Les conclusions de l’audit soulignent la nécessité d’améliorer la planification, les investissements et la surveillance des infrastructures de gestion des déchets biodégradables. Des investissements en temps opportun, de meilleurs cadres réglementaires et un meilleur suivi des données permettraient d’optimiser les processus de gestion des déchets et de contribuer à la durabilité de l’environnement.

L’une des principales recommandations de l’audit était la mise en place d’un système national de surveillance numérique qui permettrait de suivre la collecte et le traitement des déchets en temps réel.

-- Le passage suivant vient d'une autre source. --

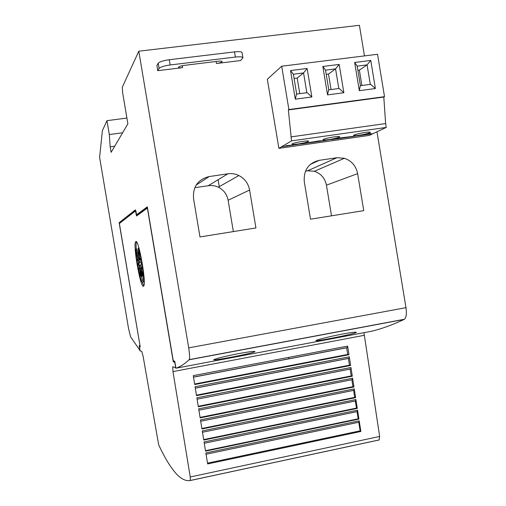 <?xml version="1.0" encoding="UTF-8"?>
<svg xmlns="http://www.w3.org/2000/svg" width="506" height="506" viewBox="0 0 506 506"><rect width="100%" height="100%" fill="white"/><g stroke="black" fill="none" stroke-linecap="round" stroke-linejoin="round"><path stroke-width="0.76" d="M174.709 471.959C169.365 465.45 164.02 456.399 158.675 444.799L143.071 356.129L141.819 351.588L140.118 350.766L139.403 346.534L140.219 346.901L119.378 223.513L135.481 210.932L136.525 215.98L147.379 208.086L173.261 361.708L174.791 362.397L175.727 367.957L172.729 366.667L172.976 371.581L190.237 476.981L190.351 480.504C185.278 481.339 180.066 478.486 174.709 471.959M254.531 351.904C250.54 353.795 212.204 361.12 213.747 359.747L214.032 359.545C217.333 358.191 225.423 356.23 238.301 353.669C249.028 351.74 254.588 351.056 254.973 351.626L254.531 351.904M355.364 332.878C349.317 335.098 313.973 341.885 315.965 340.544L316.705 340.171C321.202 338.609 329.672 336.591 342.113 334.118C351.55 332.404 356.294 331.835 356.338 332.404L355.364 332.878M242.88 57.602L242.058 52.687C241.817 51.663 239.3 51.391 234.512 51.884L169.282 59.721C163.286 60.575 159.592 61.745 158.207 63.225L156.911 65.514L157.777 70.676L182.571 67.646C180.047 67.912 178.694 67.785 178.51 67.266L178.567 67.102C179.307 66.387 181.161 65.812 184.108 65.388L218.307 61.226C220.73 60.973 222.014 61.093 222.153 61.599L222.058 61.802C221.198 62.523 219.326 63.092 216.441 63.503L216.106 61.492M143.837 285.814L141.996 281.722M136.196 249.091C135.981 245.378 136.082 242.981 136.5 241.887M143.388 286.301C140.39 287.497 133.034 245.739 135.557 241.931L135.842 241.596C138.606 238.712 146.455 282.563 143.774 285.96L143.388 286.301M141.319 271.026L140.984 271.077L142.319 276.314L141.111 269.919L143.027 275.599L141.003 267.838L141.946 268.775L140.681 265.157L141.585 263.398L140.2 262.285L140.181 258.319L139.624 259.679L138.967 251.526L139.049 257.731L138.195 248.149C141.212 255.891 144.646 280.109 143.027 282.076L142.717 282.361C140.776 283.297 135.747 258.699 135.886 249.142L138.125 258.047L136.272 252.589L138.233 260.122L137.335 259.262L138.555 262.778L137.702 264.499L139.03 265.606L139.055 269.458L139.593 268.186L140.238 276.093L140.162 270.134L141.111 276.516L140.655 271.153L142.445 280.773L140.984 271.077L140.655 271.153M139.042 257.592L136.867 248.984L135.886 249.142M144.235 281.209L144.02 281.912L143.343 282.025M140.187 259.584L139.624 259.679M139.466 257.662L139.049 257.731M138.954 248.029L138.195 248.149M139.074 257.725L138.125 258.047M138.695 257.952L139.22 259.964L138.233 260.122M138.644 260.059L139.536 262.614L138.555 262.778M139.536 262.614L138.682 264.334L137.702 264.499M138.682 264.334L140.017 265.441L139.03 265.606M140.017 265.441L140.023 268.11M140.744 270.04L140.579 268.022L139.593 268.186M141.117 269.976L140.162 270.134M141.528 269.85L141.111 269.919M141.585 267.744L141.003 267.838M157.777 70.676L159.08 68.436C160.472 66.988 164.165 65.831 170.161 64.97L235.379 57.058C240.16 56.558 242.671 56.811 242.912 57.817L240.597 60.556L216.441 63.503M140.213 350.81L130.592 336.806L128.556 328.609L99.612 157.36L102.383 130.649L106.956 120.675L109.302 134.564L110.194 146.829L111.118 152.319L127.879 123.831L122.604 92.535L122.294 87.209L138.796 51.201L188.7 347.862C189.687 354.118 189.851 358.046 189.2 359.639L189.092 359.785C184.494 364.073 180.111 366.882 175.943 368.216L174.772 361.328L173.235 360.651L147.322 206.84L136.582 214.772L135.842 210.774M267.332 79.24L281.69 66.216L288.894 109.543L288.363 109.922L291.538 140.877L278.895 148.359L267.332 79.24M291.538 140.877L386.255 127.423L372.833 133.717L369.19 134.235L370.708 133.514L361.588 135.323L338.577 138.106L323.84 140.725L319.311 140.864L293.107 145.114L286.402 145.564L285.232 146.247L281.437 146.784M333.941 136.911C327.787 137.891 324.106 138.827 322.917 139.713C322.973 140.156 324.915 140.118 328.736 139.605C334.827 138.631 338.489 137.702 339.728 136.803C339.703 136.361 337.774 136.392 333.941 136.911M302.664 141.364C296.56 142.338 292.955 143.255 291.842 144.121C291.949 144.577 293.98 144.539 297.952 144.001C303.986 143.046 307.585 142.129 308.736 141.25C308.666 140.794 306.642 140.832 302.664 141.364M364.775 132.515C358.564 133.514 354.82 134.463 353.542 135.361C353.561 135.798 355.408 135.766 359.083 135.266C365.231 134.28 368.969 133.331 370.291 132.42C370.297 131.99 368.463 132.015 364.775 132.515M281.69 66.216L377.539 54.268L384.522 96.659L383.814 97.051L385.616 123.553L386.255 127.423M278.895 148.359L369.437 135.387L372.833 133.717M384.522 96.659L288.894 109.543M311.854 96.969L307.123 68.462L290.539 70.549L295.289 99.163L311.854 96.969L307.161 92.687L296.51 94.084L295.289 99.163M375.395 88.544L370.759 60.448L354.655 62.478L359.311 90.675L375.395 88.544L370.626 84.344L360.285 85.704L359.311 90.675M322.834 66.482L327.534 94.888L343.859 92.724L339.178 64.426L322.834 66.482L325.529 70.151L328.786 89.84M299.773 93.654L297.186 78.063L294.087 78.462M307.123 68.462L303.562 72.934L297.186 78.063M306.845 92.724L303.562 72.934L293.385 74.224L290.539 70.549M293.385 74.224L296.68 94.065M361.898 85.489L359.361 70.119L357.887 70.309M370.297 84.388L367.078 64.876L359.361 70.119M370.759 60.448L367.078 64.876L357.198 66.128L360.43 85.685M354.655 62.478L357.198 66.128M331.057 89.543L328.495 74.066L326.225 74.357M338.805 88.525L335.554 68.879L328.495 74.066M327.534 94.888L328.634 89.866L339.128 88.48L343.859 92.724M339.178 64.426L335.554 68.879L325.529 70.151M290.88 136.917L385.616 123.553M288.363 109.922L383.814 97.051M361.588 135.323L369.19 134.235L369.108 133.748M354.137 136.386L331.392 139.643M323.84 140.725L300.766 144.02M293.107 145.114L285.232 146.247M331.519 215.822L326.433 185.171C324.972 178.175 320.949 173.545 314.378 171.281L307.559 170.807L305.485 171.117M336.914 157.727L344.396 158.277C351.607 160.794 356.022 165.917 357.628 173.64L363.744 210.641L310.507 219.193L304.283 181.736C303.505 170.206 308.445 163.077 319.115 160.351L336.914 157.727L307.559 170.807M218.118 179.725L219.281 186.651M233.361 231.584L228.117 200.25C226.954 194.31 223.703 189.946 218.371 187.163L214.93 185.923L210.585 185.436L194.829 187.65M227.89 173.798C231.697 173.267 235.36 173.849 238.87 175.538C244.746 178.631 248.326 183.463 249.603 190.041L255.935 227.959L199.978 236.947L193.539 198.548C192.742 186.727 197.96 179.39 209.18 176.556L227.89 173.798L208.409 185.62M175.943 368.216L371.783 331.202C381.783 328.786 392.567 324.858 404.142 319.425L404.433 319.254C406.299 317.502 406.818 313.638 405.983 307.667L376.97 131.775M364.453 55.9L359.405 25.3L138.796 51.201M135.861 210.875L135.481 210.932M174.836 361.701L173.261 361.708M174.38 361.499L174.323 361.132M366.553 442.636L369.064 442.099M358.937 419.088L205.556 451.124L204.063 441.928L357.559 410.195L358.937 419.088L358.21 418.804L357.04 411.618M357.28 408.386L203.76 440.056L202.267 430.91L355.908 399.544L357.28 408.386L356.464 408.089L355.307 400.992M355.623 397.672L201.957 428.98L200.477 419.879L354.263 388.874L355.623 397.672L354.712 397.368L353.567 390.36M353.96 386.951L200.148 417.886L198.681 408.835L352.606 378.197L353.96 386.951L352.967 386.647L351.834 379.715M352.302 376.211L198.346 406.786L196.878 397.786L350.955 367.508L352.302 376.211L351.215 375.92L350.101 369.083L197.106 399.196M350.639 365.465L196.537 395.673L195.076 386.717L349.298 356.806L350.639 365.465L349.463 365.18L348.362 358.444L195.316 388.178M348.976 354.706L194.721 384.541L193.273 375.642L347.641 346.091L348.976 354.706L347.711 354.44L346.629 347.793L193.52 377.153M207.643 463.932L205.853 452.933L359.203 420.84L360.854 431.479L207.643 463.932M288.622 357.388L288.863 358.792M346.629 347.793L347.495 347.533L347.641 346.091M348.362 358.444L349.159 358.229L349.298 356.806M350.101 369.083L350.816 368.912L350.955 367.508M352.473 379.582L198.902 410.202L352.404 379.614L352.606 378.197M200.699 421.245L354.055 390.278L354.263 388.874M355.554 400.942L355.908 399.544M357.249 411.574L357.559 410.195M207.511 463.135L360.152 430.827L360.854 431.479M360.152 430.827L358.767 422.225M359.203 420.84L358.925 422.194M358.21 418.804L205.487 450.688M356.464 408.089L203.684 439.587M354.712 397.368L201.875 428.493M352.967 386.647L200.066 417.387M351.215 375.92L198.263 406.274M349.463 365.18L196.454 395.154M347.711 354.44L194.639 384.035M190.351 480.504L379.114 439.973L379.658 436.457L190.237 476.981M140.137 346.401L139.403 346.534M363.947 332.682L379.658 436.457M139.985 345.516L119.144 222.697L135.355 209.857L135.64 210.806M120.093 222.95L120.03 222.558L135.513 210.388M137.765 215.082L137.619 214.614L147.423 207.428M140.035 350.841L139.156 345.617L140.054 345.927M120.03 222.558L119.144 222.697M137.619 214.614L136.582 214.772M139.896 345.535L139.915 345.952M126.905 118.043L106.956 120.675M122.623 132.768L109.302 134.564M114.717 146.202L110.194 146.829M182.571 67.646L182.242 65.691M158.207 63.225L159.08 68.436M169.282 59.721L170.161 64.97M234.512 51.884L235.379 57.058M357.628 173.64L326.433 185.171M319.115 160.351L310.241 164.463M249.603 190.041L228.117 200.25M209.18 176.556L196.189 185.051M405.983 307.667L188.7 347.862M404.142 319.425L189.092 359.785M358.988 422.194L206.069 454.243L359.077 422.162M357.344 411.568L204.279 443.256L357.426 411.536M355.699 400.929L202.489 432.257L355.775 400.897M350.753 368.944L197.106 399.183L350.816 368.912M349.096 358.254L195.31 388.134M347.445 347.559L193.507 377.071L347.495 347.533M364.105 335.339L172.976 371.581M136.411 241.798L135.557 241.931M144.02 281.912L143.027 282.076M344.396 158.277L314.378 171.281M238.87 175.538L218.371 187.163M354.124 390.246L200.692 421.226M349.159 358.229L195.303 388.115M379.266 439.91L190.414 480.453M404.433 319.254L189.2 359.639"/></g></svg>

Un tel système fournirait aux décideurs politiques des données précises sur les flux de déchets, ce qui leur permettrait d’ajuster les politiques de manière dynamique et de remédier aux inefficacités. En outre, l’audit a recommandé ‘introduction de mécanismes de surveillance financière améliorés afin de garantir que les fonds alloués sont dépensés efficacement et que les projets d’infrastructure de traitement des déchets sont achevés dans les délais fixés.

L’expérience de la Lettonie démontre qu’il est important de veiller à ce que les investissements dans les infrastructures soient conformes aux objectifs nationaux et apportent des avantages tangibles à la société. Les constatations de l’audit rappellent que les fonds publics doivent être utilisés efficacement et que, en l’absence d’une supervision et d’une planification adéquates, même des investissements en infrastructures bien intentionnés peuvent ne pas produire l’effet escompté. En relevant ces défis, les autorités publiques lettones peuvent renforcer le système de gestion des déchets dans le pays et contribuer à un avenir plus durable.